Improved Watermarking Approach Empowered by Deep Learning for Copyright Protection of Digital Images
摘要
In recent times, there has been a significant surge in the need to create, distribute, and preserve vast quantities of digital images captured by smart devices and sensors. This gives rise to several problems, such as unauthorized access and deceptive utilization of these images, as well as other security considerations. Nevertheless, the inherent digital aspect of these images renders them readily accessible, modifiable, or susceptible to misuse. To mitigate these issues, watermarking solutions are introduced, basically the process of embedding a unique design or identifier into a digital cover and then removing it later. This is done to address conflicts related to ownership and copyright violations that may arise with media data. The exponential development of deep neural networks has facilitated the rapid growth of research on deep learning-based watermarking techniques. Deep-learning methods are highly advantageous in watermarking because of their precision, exceptional outcomes, and robust learning capability.

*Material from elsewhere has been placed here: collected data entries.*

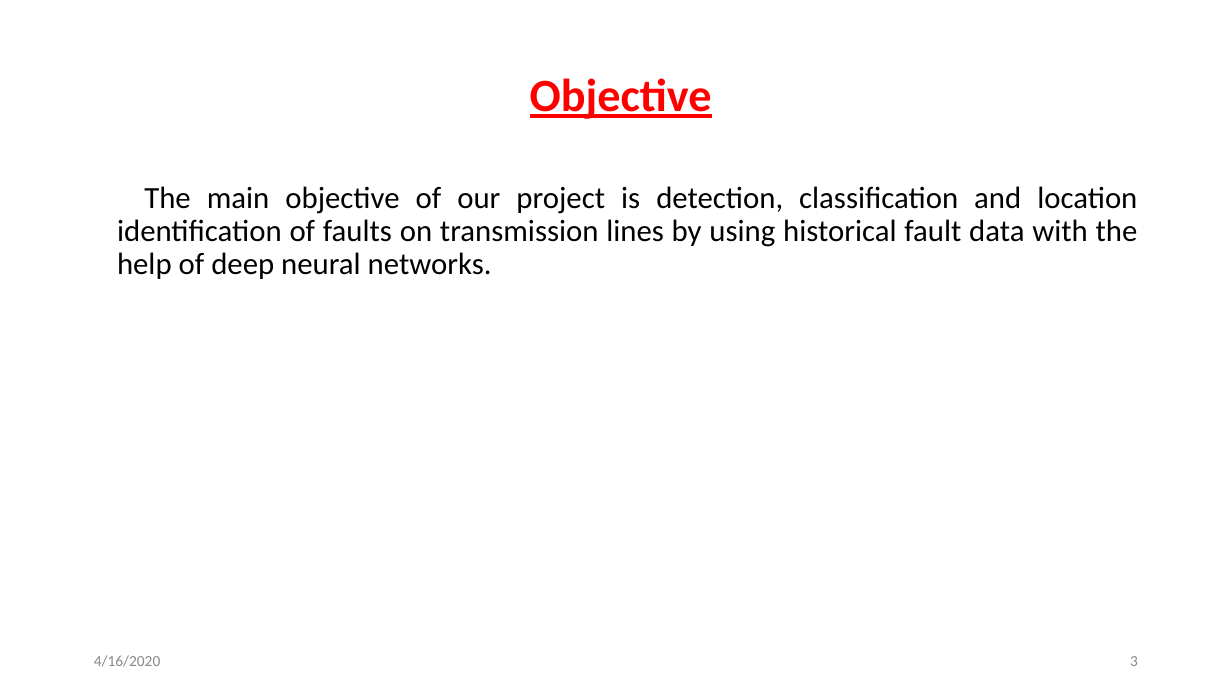
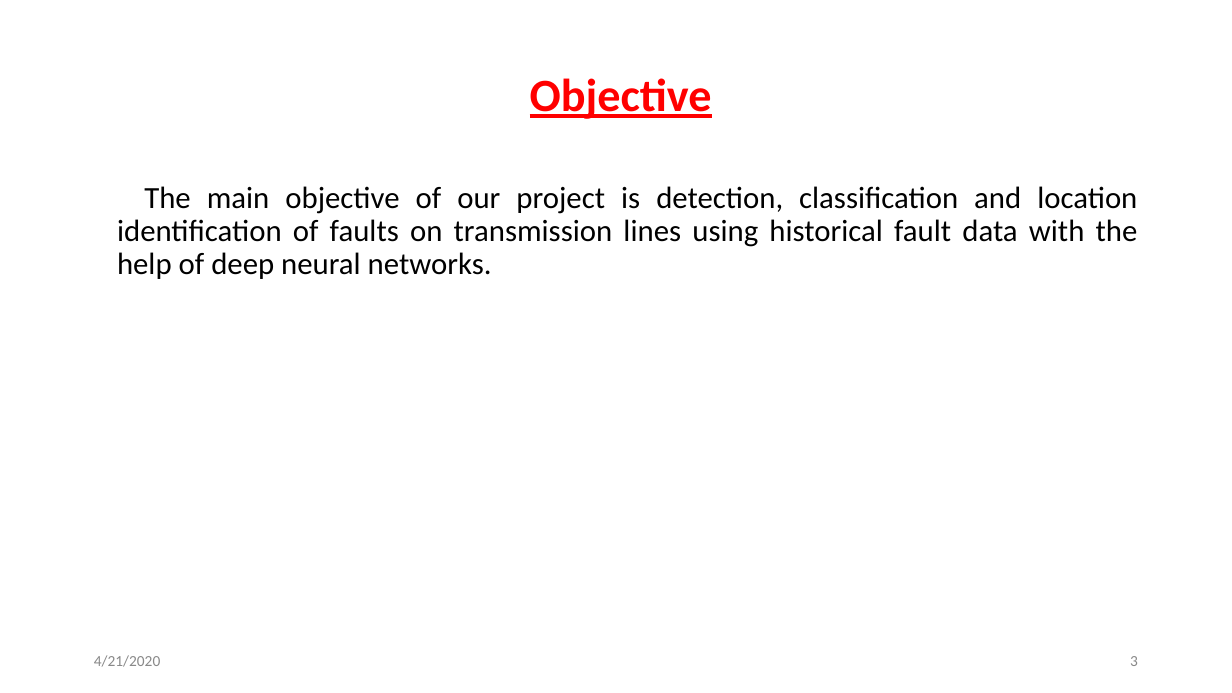
Before and after one commit to svec-final-year-project-eee/Project, a slide deck: slide 3 of Reviews/Final Review/Final Oral Presentation.pptx. Drawn at 1232x693 pixels with LibreOffice and Linux fonts; fonts in the diff are those of the drawing. Boxes give left, top, right and bottom in pixels: in the first picture for what was removed or moved away, otherwise in the second. Text is boxed around its words. In the diff, an @@ line names an element or a change of style, - is before the commit and + after.

```diff
--- a/Reviews/Final Review/Final Oral Presentation.pptx
+++ b/Reviews/Final Review/Final Oral Presentation.pptx
@@ text at <box>117,186,1138,279</box>: text changed @@
-The main objective of our project is detection, classification and location identification of faults on transmission lines by using historical fault data with the help of deep neural networks.
+The main objective of our project is detection, classification and location identification of faults on transmission lines using historical fault data with the help of deep neural networks.
@@ text at <box>94,655,160,667</box>: text changed @@
-4/16/2020
+4/21/2020
```
Also in this commit, not shown: 25 other slides changed, 1 slide removed, 1 other file.
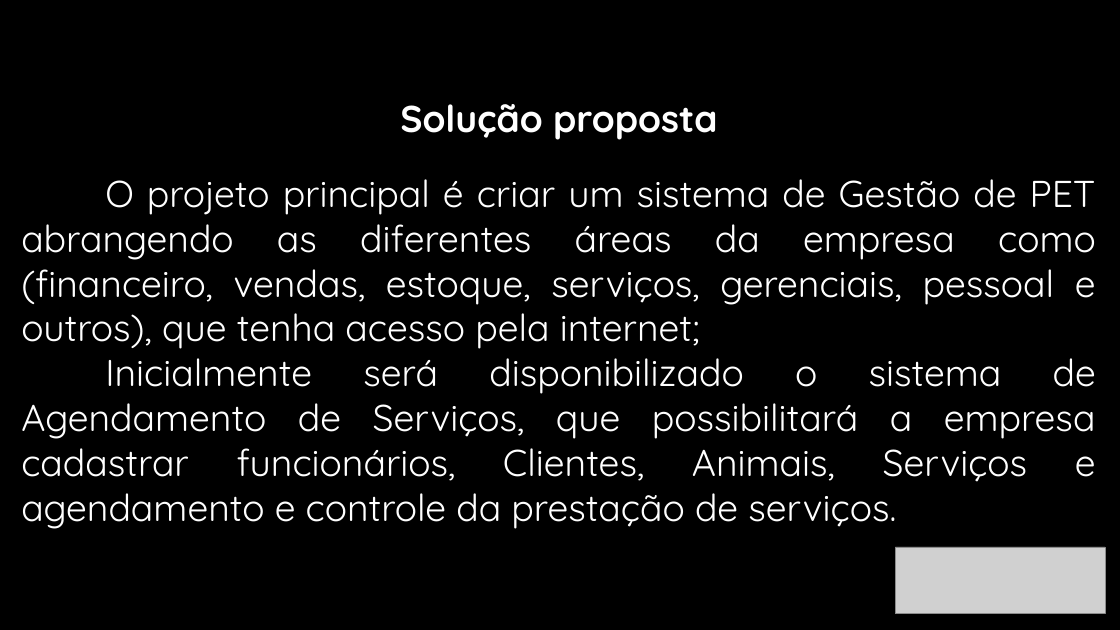
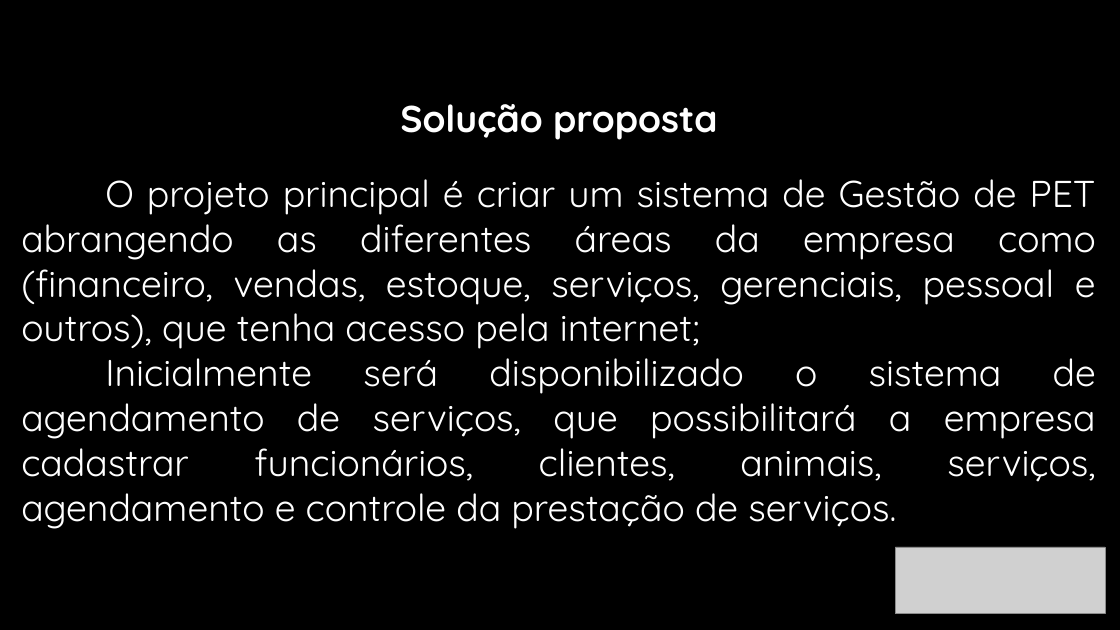
Before and after one commit to railsonsousa10/TesteDeSistema, a slide deck: slide 4 of Gestão Pet Shop.pptx. Drawn at 1120x630 pixels with LibreOffice and Linux fonts; fonts in the diff are those of the drawing; grey boxes stand for pictures; background and template pictures are left out. Boxes give left, top, right and bottom in pixels: in the first picture for what was removed or moved away, otherwise in the second. Text is boxed around its words. In the diff, an @@ line names an element or a change of style, - is before the commit and + after.

```diff
--- a/Gestão Pet Shop.pptx
+++ b/Gestão Pet Shop.pptx
@@ text at [21,348,1096,529]: text changed @@
-Inicialmente será disponibilizado o sistema de Agendamento de Serviços, que possibilitará a empresa cadastrar funcionários, Clientes, Animais, Serviços e agendamento e controle da prestação de serviços.
+Inicialmente será disponibilizado o sistema de agendamento de serviços, que possibilitará a empresa cadastrar funcionários, clientes, animais, serviços, agendamento e controle da prestação de serviços.
```
Also in this commit, not shown: 2 other slides changed, 1 other file.

This study presents a unified architecture for watermarking based on deep learning to achieve high invisibility and resilience. The cover image is subsampled during the preparation stage. To accomplish watermark embedding, the single encoder utilizes normalizing flow, which essentially merges the secret image with the subsampled cover image. A parallel decoder has been implemented to enhance watermark extraction’s imperceptibility and capability. The suggested architecture has been proven to achieve superior watermark robustness and imperceptibility after extensive experimentation. Our approach attains a pixel error rate below 0.1% in the face of several attacks, including Speckle noise, Sharpen noise, Gaussian noise, Alphadropout, and Blur attack. In addition, the suggested approach also demonstrates significant robustness as compared to existing works.